State how many lines in the listing below contain the word "xDir", and write nothing else.

☆ ☆ ☆ ☆ ☆ ☆ ☆

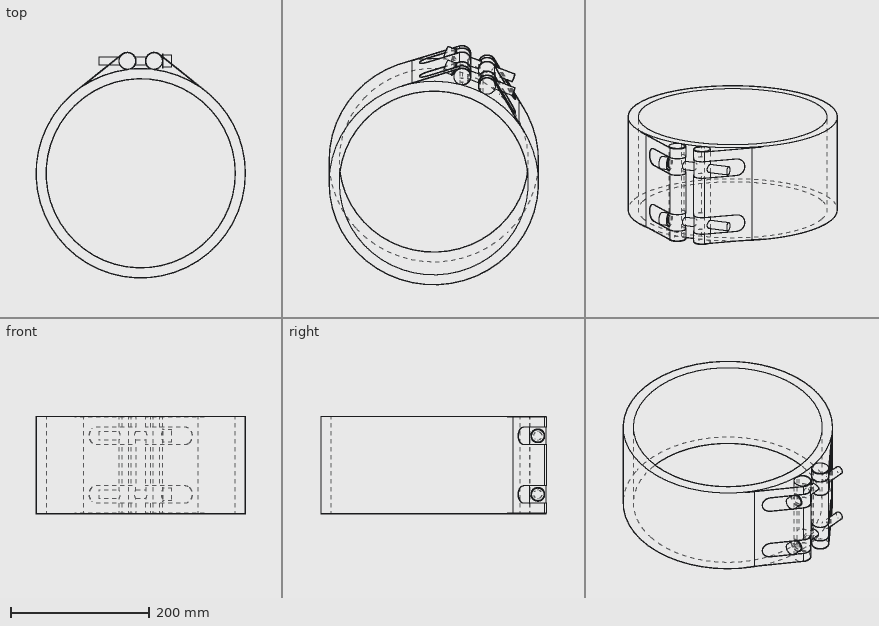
import math

import cadquery as cq

sleeve_diameter = 302.8
bore_diameter = 273.0
sleeve_height = 141.0

strap_thickness = 0.7
strap_height = 139.0

pin_diameter = 24.0
pin_height = sleeve_height
pin_spacing = 38.7

bolt_diameter = 12.0
bolt_spacing = 84.6
bolt_tip_x = -60.5
washer_diameter = 20.0
washer_thickness = 1.0
head_diameter = 18.0
head_length = 12.4
head_edge_radius = 1.0

slot_width = 25.0
slot_end_y = 142.0

sleeve_center = (0.0, 0.0)
sleeve_radius = sleeve_diameter / 2
pin_radius = pin_diameter / 2
wrap_radius = pin_radius + strap_thickness
pin_distance = sleeve_radius + pin_radius
pin_x = pin_spacing / 2
pin_y = math.sqrt(pin_distance**2 - pin_x**2)
pin_center = (pin_x, pin_y)
pin_bearing = math.degrees(math.asin(pin_x / pin_distance))

flat_bearing = pin_bearing + math.degrees(math.acos((sleeve_radius - wrap_radius) / pin_distance))
flat_normal_angle = 90.0 - flat_bearing
wrap_end_angle = 270.0 - pin_bearing
wrap_middle_angle = (flat_normal_angle + wrap_end_angle) / 2
bolt_heights = (-bolt_spacing / 2, bolt_spacing / 2)


def polar_point(center, radius, angle):
    """Point at an angle in degrees on a circle in the XY plane."""
    return (
        center[0] + radius * math.cos(math.radians(angle)),
        center[1] + radius * math.sin(math.radians(angle)),
    )


def make_sleeve():
    return (
        cq.Workplane("XY")
        .circle(sleeve_radius)
        .circle(bore_diameter / 2)
        .extrude(sleeve_height / 2, both=True)
    )


def make_slot_cutter(bolt_z):
    """Clearance for one bolt: a round-ended slot that runs up the flat and all around the pin."""
    tangent_point = polar_point(sleeve_center, sleeve_radius, flat_normal_angle)
    flat_tilt = math.radians(flat_bearing)
    end_x = tangent_point[0] - (slot_end_y - tangent_point[1]) / math.tan(flat_tilt)
    flat_plane = cq.Plane(
        origin=(end_x, slot_end_y, bolt_z),
        xDir=(-math.cos(flat_tilt), math.sin(flat_tilt), 0),
        normal=(math.sin(flat_tilt), math.cos(flat_tilt), 0),
    )
    round_end = (
        cq.Workplane(flat_plane)
        .circle(slot_width / 2)
        .extrude(2 * strap_thickness, both=True)
    )
    straight_length = math.hypot(pin_x - end_x, pin_y - slot_end_y) + wrap_radius
    straight_run = (
        cq.Workplane(flat_plane)
        .rect(straight_length, slot_width)
        .extrude(2 * wrap_radius, both=True)
        .translate(flat_plane.xDir * (straight_length / 2))
    )
    return round_end.union(straight_run)


def make_strap():
    """Strap on the +X side: flat run off the sleeve, then over the pin and down its inner side."""
    strap = (
        cq.Workplane("XY")
        .moveTo(*polar_point(sleeve_center, sleeve_radius, flat_normal_angle))
        .lineTo(*polar_point(pin_center, wrap_radius, flat_normal_angle))
        .threePointArc(
            polar_point(pin_center, wrap_radius, wrap_middle_angle),
            polar_point(pin_center, wrap_radius, wrap_end_angle),
        )
        .lineTo(*polar_point(pin_center, pin_radius, wrap_end_angle))
        .threePointArc(
            polar_point(pin_center, pin_radius, wrap_middle_angle),
            polar_point(pin_center, pin_radius, flat_normal_angle),
        )
        .lineTo(*polar_point(sleeve_center, sleeve_radius - strap_thickness, flat_normal_angle))
        .close()
        .extrude(strap_height / 2, both=True)
    )
    for bolt_z in bolt_heights:
        strap = strap.cut(make_slot_cutter(bolt_z))
    return strap


def make_pins():
    return (
        cq.Workplane("XY")
        .pushPoints([(-pin_x, pin_y), (pin_x, pin_y)])
        .circle(pin_radius)
        .extrude(pin_height / 2, both=True)
    )


def make_bolt(bolt_z):
    """Bolt with its washer against the outer side of the +X pin."""
    washer_x = pin_x + pin_radius
    head_x = washer_x + washer_thickness

    def rod(start_x, diameter, length):
        plane = cq.Plane(origin=(start_x, pin_y, bolt_z), xDir=(0, 1, 0), normal=(1, 0, 0))
        return cq.Workplane(plane).circle(diameter / 2).extrude(length)

    shank = rod(bolt_tip_x, bolt_diameter, head_x - bolt_tip_x)
    washer = rod(washer_x, washer_diameter, washer_thickness)
    head = rod(head_x, head_diameter, head_length).faces(">X").edges().fillet(head_edge_radius)
    return shank.union(washer).union(head)


strap = make_strap()
result = make_sleeve().union(strap).union(strap.mirror("YZ")).union(make_pins())
for bolt_z in bolt_heights:
    result = result.union(make_bolt(bolt_z))

☆ ☆ ☆ ☆ ☆ ☆ ☆

*Result of the exercise*: 3